# Liveaboards in Annapolis



## RW Sailor (Dec 14, 2012)

Hello everybody,
I finally made it to actually finding a pretty boat, suitable for live aboard and looking into getting a nice liveaboard slip in Annapolis. So I was wondering, not only if there are people who can recommend particular marinas in the area but also if maybe somebody is living there already and possibly also know about the commute to DC.
I do not have a car and would go to DC by public transport or carpooling every day, any experiences on that out there?
Thank you already for sharing!


----------



## kd3pc (Oct 19, 2006)

DC by public transport is all but impossible, car pool perhaps but you WILL have traffic unless you work odd hours, 

they used to have bus service from strategic points, others will chime in with that.


----------



## Donna_F (Nov 7, 2005)

RW:

Here is a thread to get you started. There are some marinas listed. Port Annapolis is a popular one. I don't live aboard but I've visited that marina several times and it is beautiful.

http://www.sailnet.com/forums/cruising-liveaboard-forum/59668-annapolis-live-aboard-marinas.html


----------



## RW Sailor (Dec 14, 2012)

Great! Thank you! I looked around quite a bit already, but that one is new!
And I realized that commuting is not too bad, but it still ends up being about 3 hours a day (both ways) but at least staying close to nice sailing!


----------



## chef2sail (Nov 27, 2007)

Wingnwing lives aboard in Annapolis, 

The commute to DC sucks no matter which direction you do it from. I go from Baltimore, but down to 50 near Annapolis and in. There are cxommuter buses from the parking lots along 50, but youd have to get to there.

Dave


----------



## lancelot9898 (Dec 30, 2008)

Years ago my ex and I lived aboard at Port Annapolis on Back Creek and commuted to Bethesda daily to our government jobs. Not a pleasant commute. The marina had a dock devoted to liveaboards(F dock) and I still think many liveaboards are there today. My reference is from 20 years ago so things do change.


----------



## AirborneSF (Dec 14, 2010)

Have you checked into marinas in/around D.C.? .02


----------



## wingNwing (Apr 28, 2008)

Port Annapolis, Annapolis Landing, Jabins are the three big marinas on that side of Back Creek that are liveaboard friendly, lots of smaller ones as well. There's a commuter bus that's a great option to get to downtown, yes traffic is a challenge but hey, you can read or sleep on the bus. That bus stop is about 5 miles from the marina. There is also a bus that leaves from the same stop that connects you with the metro. The closest local bus is about a mile from the marinas, you'd have to take that to get to the downtown bus stop & change busses, I don't know how practical that would be. But a number of the liveaboards here work downtown and you could probably arrange a carpool. 

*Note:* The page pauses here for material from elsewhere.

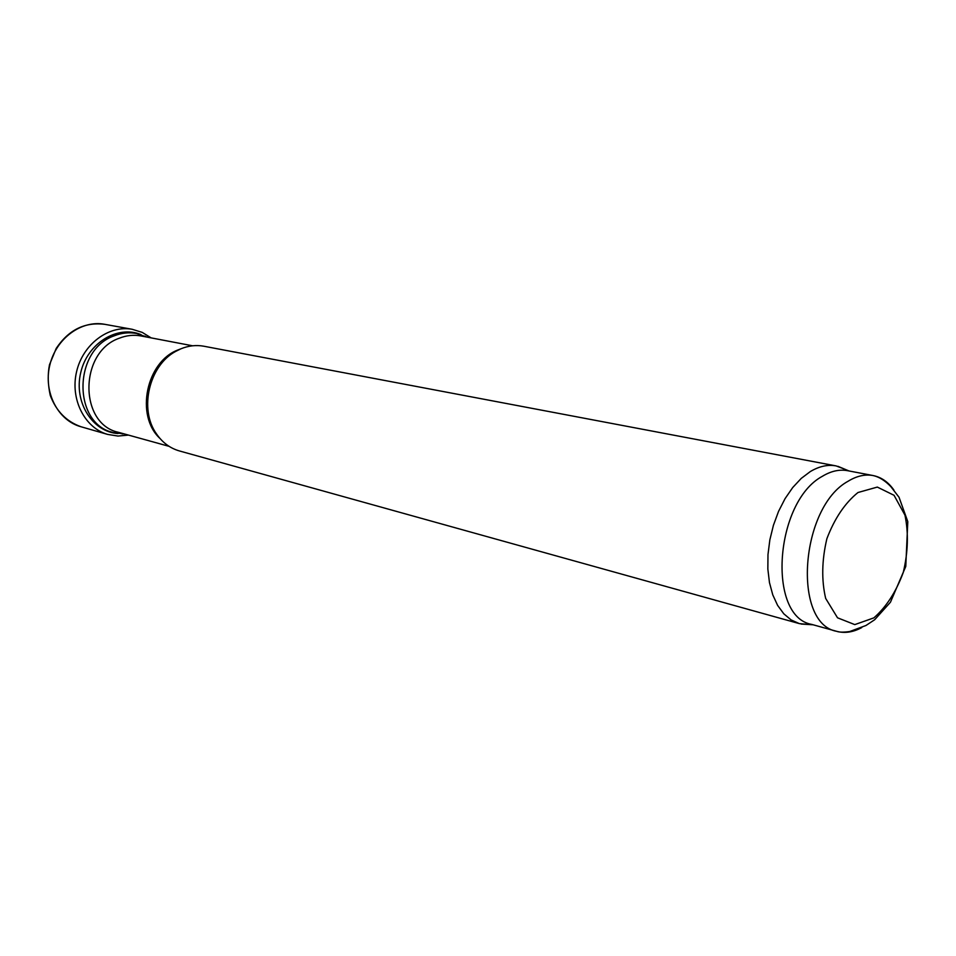 <?xml version="1.0" encoding="UTF-8"?>
<svg xmlns="http://www.w3.org/2000/svg" width="956" height="956" viewBox="0 0 956 956"><rect width="100%" height="100%" fill="white"/><g stroke="black" fill="none" stroke-linecap="round" stroke-linejoin="round"><path stroke-width="1.43" d="M124.388 433.952L113.406 432.566C72.656 424.034 72.811 349.968 114.17 335.831C121.615 332.891 129.06 332.102 136.541 333.489L147.009 337.098M169.093 446.344L118.496 432.327C78.894 424.082 79.049 352.035 119.213 338.245C126.455 335.365 133.709 334.6 140.986 335.95L192.562 345.785M810.043 624.603L799.336 623.611L179.417 450.945C170.025 448.245 162.341 442.509 156.366 433.725C138.895 409.264 149.076 365.658 175.569 351.461L180.851 348.832C188.523 345.69 196.195 344.817 203.867 346.227L836.142 465.919L846.191 469.778M799.336 623.611L791.126 619.942L783.789 613.8L777.587 605.339L772.759 594.823L769.461 582.574L767.847 569.011L767.979 554.6L769.855 539.841L773.428 525.262L778.554 511.364L785.067 498.638L792.715 487.536L801.236 478.406L810.306 471.571C819.173 466.277 827.788 464.389 836.142 465.919M861.786 627.554C853.206 632.227 844.877 633.493 836.787 631.354L811.692 624.399C766.987 616.763 774.623 501.733 822.483 476.231C831.099 471.033 839.464 469.193 847.578 470.687L873.163 475.562C881.36 477.223 888.267 482.051 893.896 490.046M159.915 438.398C135.071 415.597 146.232 361.511 178.246 349.836L180.815 348.844M147.857 409.204C146.603 395.019 149.674 381.85 157.083 369.685M848.08 481.25C856.696 475.969 865.061 474.068 873.163 475.562C879.09 476.865 884.969 480.533 890.801 486.58L899.022 497.251L907.794 521.629L905.774 566.442L890.454 602.208L874.668 619.727L865.993 625.475L849.776 631.51C843.658 632.394 839.32 632.346 836.787 631.354C792.154 623.814 800.172 507.23 848.08 481.25M857.974 492.519L877.333 487.082L894.051 495.304L904.973 515.176C908.654 533.042 908.081 552.162 903.253 572.513C896.071 591.872 886.284 606.988 873.868 617.875L854.784 624.603L837.528 617.803L825.661 598.396C821.407 580.089 821.813 560.204 826.88 538.706C834.588 518.427 844.961 503.035 857.974 492.519M104.981 324.359C81.678 319.651 55.89 338.424 49.736 365.455C43.283 392.426 58.089 420.688 81.069 426.77C66.43 421.572 56.165 411.104 50.262 395.39C47.836 384.396 47.585 374.166 49.509 364.69L56.237 348.378C68.689 329.796 84.941 321.79 104.981 324.359L132.179 329.282C108.673 324.921 82.849 344.22 76.576 371.729C70.027 399.166 84.63 427.906 107.634 434.406L81.069 426.77M141.106 334.648C117.504 324.717 87.355 343.18 80.71 372.697C73.6 402.094 92.457 431.993 118.018 433.546M136.541 333.489L132.275 332.676M113.406 432.566L109.235 431.407M146.495 337.002L144.918 336.106M123.886 433.821L122.081 433.928M849.012 470.961L837.946 466.325M813.102 624.794L801.116 624.041M151.168 337.898L142.193 332.377L132.179 329.282M107.634 434.406L117.982 436.055L128.474 435.088"/></g></svg>
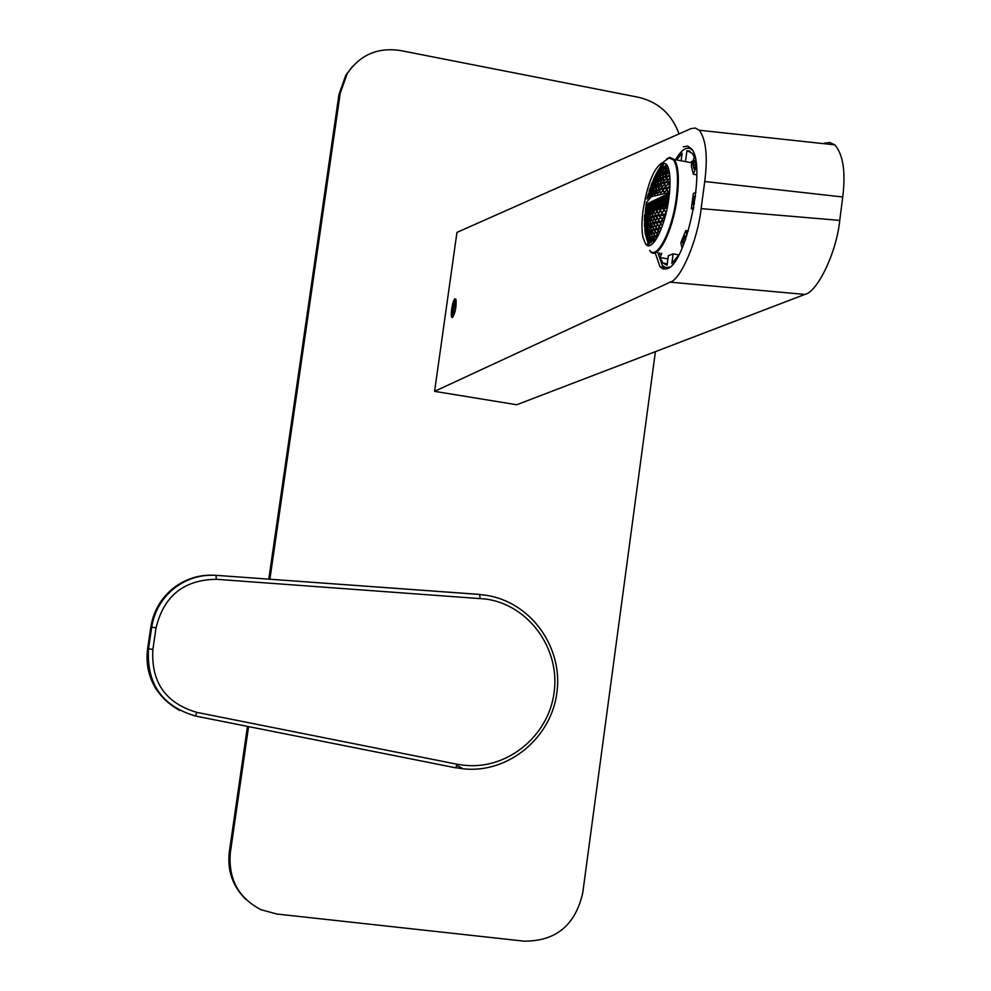 <?xml version="1.0" encoding="UTF-8"?>
<svg xmlns="http://www.w3.org/2000/svg" width="991" height="991" viewBox="0 0 991 991"><rect width="100%" height="100%" fill="white"/><g stroke="black" fill="none" stroke-linecap="round" stroke-linejoin="round"><path stroke-width="1.49" d="M655.398 351.644L582.72 893.077C575.325 925.26 555.778 941.289 524.09 941.153L276.885 914.036L261.005 909.713C238.298 897.834 228.091 878.757 230.358 852.483L248.58 726.601M679.046 133.884C671.799 114.213 658.334 102.023 638.638 97.316L400.451 50.529C377.682 47.147 359.931 54.864 347.184 73.681L340.247 93.154L338.947 94.517L345.859 75.105L352.697 66.236M269.899 579.252L340.247 93.154M245.941 899.469C232.674 886.511 227.137 870.569 229.355 851.628L247.477 726.378M268.784 579.178L338.947 94.517M457.099 764.259L462.859 765.077C506.005 770.812 548.457 736.685 554.093 692.622C560.373 648.647 528.686 604.919 485.813 599.035L216.261 579.289C183.831 579.822 163.775 596 156.058 627.848L152.862 649.489C151.016 682.229 165.658 703.189 196.788 712.368L457.099 764.259L455.687 767.814L195.487 716.035C162.165 706.224 146.519 683.827 148.489 648.82L151.685 627.216C154.323 611.174 161.979 598.081 174.651 587.936C186.989 578.62 200.789 574.421 216.038 575.325L479.694 594.427L480.065 598.304M452.491 317.368L452.416 317.393C449.716 318.594 452.466 299.555 455.104 298.737L455.996 299.468C456.504 306.851 455.34 312.822 452.491 317.368M655.15 252.742L660.018 266.802L663.202 269.019L666.893 268.772C686.255 264.931 706.955 164.94 691.507 148.848L687.717 146.086L683.257 146.829M704.737 181.514C707.884 156.528 706.063 139.446 699.287 130.242L695.162 128L690.727 128.706L456.95 232.389L434.591 391.346L516.72 404.749L804.803 294.438L670.151 282.15C680.792 279.735 697.788 240.02 701.12 208.63L839.736 220.398L842.759 196.986L704.737 181.514L701.12 208.63M434.591 391.346L670.151 282.15M824.475 143.125L829.752 142.493L834.744 144.847C843.13 154.323 845.794 171.691 842.759 196.986M839.736 220.398C836.652 252.172 817.451 292.159 804.803 294.438M663.561 161.905L669.036 157.891L673.57 159.972C677.658 166.414 678.55 179.123 676.258 198.113C672.158 231.163 656.711 260.794 649.625 250.401M647.197 245.31L646.9 244.22M668.937 197.94C665.32 227.001 651.793 253.151 645.599 243.984L642.973 237.456C641.598 230.469 641.648 221.34 643.122 210.067C647.606 183.124 654.134 167.281 662.694 162.536L666.609 164.345C670.189 170.006 670.957 181.204 668.937 197.94C665.32 227.001 651.793 253.151 645.599 243.984L642.973 237.456C641.598 230.469 641.648 221.34 643.122 210.067C647.606 183.124 654.134 167.281 662.694 162.536L666.609 164.345C670.189 170.006 670.957 181.204 668.937 197.94M664.23 163.565L658.519 169.758L664.23 163.565M657.008 172.409L658.78 169.374L657.008 172.409M644.658 215.877L644.447 220.708L644.645 214.898L649.464 209.448L667.748 205.335L649.464 209.448L644.67 214.911L644.447 220.708L644.658 215.877M645.191 214.737L644.807 219.556L645.191 214.737M646.132 213.672L645.798 212.631L645.352 214.514L645.575 218.466L646.132 213.672L645.798 212.631L645.352 214.514L645.575 218.466L646.132 213.672M647.457 212.669L646.962 211.603L646.367 213.461L646.751 217.45L647.457 212.669L646.962 211.603L646.367 213.461L646.751 217.45L647.457 212.669M649.179 211.727L648.523 210.637L647.767 212.47L648.312 216.496L649.179 211.727L648.523 210.637L647.767 212.47L648.312 216.496L649.179 211.727M644.844 228.562L645.203 233.492L644.844 228.562M644.546 222.182L644.621 227.063L644.546 222.182M646.033 233.926L646.516 238.881L646.033 233.926M645.352 227.459L645.525 232.365L645.352 227.459M645.079 221.055L644.968 225.923L645.079 221.055M648.027 239.463L647.334 238.348L647.284 240.268L648.647 244.455L648.027 239.463L647.334 238.348L647.284 240.268L648.647 244.455L648.027 239.463M646.937 232.897L646.33 231.807L646.182 233.715L647.234 237.84L646.937 232.897L646.33 231.807L646.182 233.715L647.234 237.84L646.937 232.897M646.268 226.419L645.748 225.341L645.5 227.236L646.268 231.312L646.268 226.419L645.748 225.341L645.5 227.236L646.268 231.312L646.268 226.419M646.008 220.002L645.575 218.949L645.228 220.844L645.723 224.846L646.008 220.002L645.575 218.949L645.228 220.844L645.723 224.846L646.008 220.002M649.328 238.521L648.473 237.369L648.25 239.277L649.774 243.501L649.328 238.521L648.473 237.369L648.25 239.277L649.774 243.501L649.328 238.521M648.238 231.944L647.482 230.816L647.16 232.712L648.374 236.861L648.238 231.944L647.482 230.816L647.16 232.712L648.374 236.861L648.238 231.944M647.581 225.44L646.912 224.338L646.504 226.221L647.42 230.321L647.581 225.44L646.912 224.338L646.504 226.221L647.42 230.321L647.581 225.44M647.321 219.023L646.751 217.933L646.231 219.804L646.888 223.842L647.321 219.023L646.751 217.933L646.231 219.804L646.888 223.842L647.321 219.023M651.037 237.654L650.009 236.465L649.638 238.348L651.31 242.609L651.037 237.654L650.009 236.465L649.638 238.348L651.31 242.609L651.037 237.654M649.96 231.064L649.031 229.9L648.548 231.77L649.923 235.957L649.96 231.064L649.031 229.9L648.548 231.77L649.923 235.957L649.96 231.064M649.291 224.536L648.473 223.396L647.891 225.254L648.981 229.392L649.291 224.536L648.473 223.396L647.891 225.254L648.981 229.392L649.291 224.536M649.043 218.094L648.3 216.979L647.643 218.825L648.448 222.913L649.043 218.094L648.3 216.979L647.643 218.825L648.448 222.913L649.043 218.094M647.606 196.181L646.937 198.98L647.606 196.181M647.482 197.791L648.25 194.063L647.482 197.791M648.424 196.676L647.693 198.534L647.643 197.568L649.031 192.911L647.643 197.568L649.031 192.911L648.424 196.676M649.762 195.636L648.87 197.457L648.659 196.466L650.207 191.833L649.762 195.636L648.87 197.457L648.659 196.466L650.207 191.833L649.762 195.636M651.483 194.657L650.443 196.453L650.071 195.438L651.768 190.817L651.483 194.657L650.443 196.453L650.071 195.438L651.768 190.817L651.483 194.657M653.329 179.879L654.555 177.191L653.329 179.879M650.976 185.775L652.301 182.171L650.976 185.775M649.031 191.746L650.071 188.079L649.031 191.746M654.246 178.714L655.695 175.134L654.246 178.714M651.905 184.623L653.069 180.981L651.905 184.623M649.972 190.619L650.852 186.903L649.972 190.619M658.334 171.777L657.244 172.657L659.919 168.222L657.244 172.657L659.919 168.222L658.334 171.777M655.571 177.624L654.419 179.408L654.481 178.491L656.86 173.995L654.481 178.491L656.86 173.995L655.571 177.624M653.242 183.546L652.177 185.354L652.14 184.4L654.233 179.867L653.242 183.546L652.177 185.354L652.14 184.4L654.233 179.867L653.242 183.546M651.298 189.554L650.331 191.362L650.207 190.396L652.016 185.8L651.298 189.554L650.331 191.362L650.207 190.396L652.016 185.8L651.298 189.554M660.056 170.737L658.643 172.484L658.643 171.567L661.48 167.145L660.056 170.737L658.643 172.484L658.643 171.567L661.48 167.145L660.056 170.737M657.293 176.596L655.98 178.355L655.881 177.414L658.42 172.929L657.293 176.596L655.98 178.355L655.881 177.414L658.42 172.929L657.293 176.596M654.964 182.53L653.738 184.314L653.552 183.335L655.794 178.814L654.964 182.53L653.738 184.314L653.552 183.335L655.794 178.814L654.964 182.53M653.032 188.563L651.905 190.346L651.62 189.343L653.589 184.772L653.032 188.563L651.905 190.346L651.62 189.343L653.589 184.772L653.032 188.563M651.186 196.726L646.38 202.56L645.228 212.706L646.628 203.551L647.321 203.688L646.268 211.467L647.321 203.688L669.495 193.146L647.321 203.688L646.38 202.56L651.186 196.726L669.557 192.415L651.186 196.726M649.551 245.533L648.473 244.504L645.091 232.935L648.473 244.504L649.551 245.533M670.015 185.453L668.467 184.487L670.065 181.105L668.467 184.487L670.015 185.453M667.661 184.599L665.692 186.271L664.602 185.119L665.469 182.294L667.438 180.635L668.529 181.787L667.661 184.599L665.692 186.271L664.602 185.119L665.469 182.294L667.438 180.635L668.529 181.787L667.661 184.599M669.668 178.516L667.6 180.164L666.596 179.037L667.661 176.262L669.681 174.639L667.661 176.262L669.866 176.671L667.661 176.262L666.596 179.037L668.541 179.408L666.596 179.037L667.6 180.164L669.668 178.516M663.883 185.255L662.099 186.94L661.195 185.825L662.05 183.013L663.834 181.316L664.75 182.431L663.883 185.255L662.099 186.94L661.195 185.825L662.05 183.013L663.834 181.316L664.75 182.431L663.883 185.255M665.878 179.173L663.995 180.858L663.165 179.755L664.205 176.98L666.101 175.296L666.931 176.398L665.878 179.173L663.995 180.858L663.165 179.755L664.205 176.98L666.101 175.296L666.931 176.398L665.878 179.173M668.281 173.19L666.286 174.85L665.543 173.772L668.764 169.399L666.794 171.034L669.061 171.468L666.794 171.034L665.543 173.772L667.191 174.082L665.543 173.772L666.286 174.85L669.173 171.22L668.281 173.19M660.551 185.974L658.953 187.695L658.197 186.605L660.663 182.071L661.418 183.162L660.551 185.974L658.953 187.695L658.197 186.605L660.663 182.071L661.418 183.162L660.551 185.974M662.521 179.904L660.811 181.613L660.155 180.548L662.905 176.076L663.574 177.129L662.521 179.904L660.811 181.613L660.155 180.548L662.905 176.076L663.574 177.129L662.521 179.904M664.899 173.921L663.09 175.618L662.508 174.577L665.568 170.155L666.15 171.195L664.899 173.921L663.09 175.618L662.508 174.577L665.568 170.155L666.15 171.195L664.899 173.921M667.711 168.036L665.791 169.709L665.308 168.693L667.327 165.485L666.745 166.005L667.661 166.178L666.745 166.005L665.308 168.693L666.646 168.941L665.308 168.693L665.791 169.709L667.711 168.036M657.64 186.766L656.203 188.513L655.608 187.448L657.9 182.901L658.495 183.954L657.64 186.766L656.203 188.513L655.608 187.448L657.9 182.901L658.495 183.954L657.64 186.766M659.597 180.709L658.061 182.443L657.553 181.415L660.13 176.918L660.638 177.946L659.597 180.709L658.061 182.443L657.553 181.415L660.13 176.918L660.638 177.946L659.597 180.709M661.963 174.75L660.316 176.46L659.895 175.444L662.768 171.009L663.19 172.013L661.963 174.75L660.316 176.46L659.895 175.444L662.768 171.009L663.19 172.013L661.963 174.75M664.738 168.854L662.991 170.563L662.669 169.572L665.853 165.187L664.738 168.854L662.991 170.563L662.669 169.572L665.853 165.187L664.738 168.854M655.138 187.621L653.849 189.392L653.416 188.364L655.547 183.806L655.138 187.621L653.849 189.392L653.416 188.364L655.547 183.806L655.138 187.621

Near DC, there's Gangplank - wonderful location but long waiting list, Tantallon doesn't have a waiting list but gets mixed reviews. Maybe National Harbor? The problem with the DC marinas is you can't go sailing on the weekends. From an Annapolis marina, you go from your slip to sailing the Chesapeake in about 10 minutes.


----------



## RW Sailor (Dec 14, 2012)

Thank you everybody for all the input, will check on the suggested Marinas!
The trouble about living aboard in DC or Ft. Washington is really that on a weekend it's not really possible to do some nice sailing... so I'ld rather be out on the bay... but I guess that's a matter of personal opinion.
Baltimore would also be an option, but I think the commute from there turns out even more expensive than from Annapolis... assuming it is 5 days a week most of the year it's quite a bit of money in the end...
Thanks a lot for now!


----------



## TheTardis (Oct 27, 2012)

If you a seriously considering Baltimore as on option, there are many nice liveaboard friendly marinas. Depending on what creature comforts you want, there are options in many price ranges. I just recently went through the same process to find a marina that allowed liveaboards, since the marina my boat is currently at isn't allowing any new liveaboards. 
I'm moving to Henderson's wharf marina. I liked the location and the price. No fancy club house, but they have wifi, free cable, secured parking, newly remodeled bathhouse with washer/dryer, mailboxes on site, great location in Fell's Point, and very laid back, friendly people. Oh, and electric is included in your slip fee..no matter now many heaters you run ;-)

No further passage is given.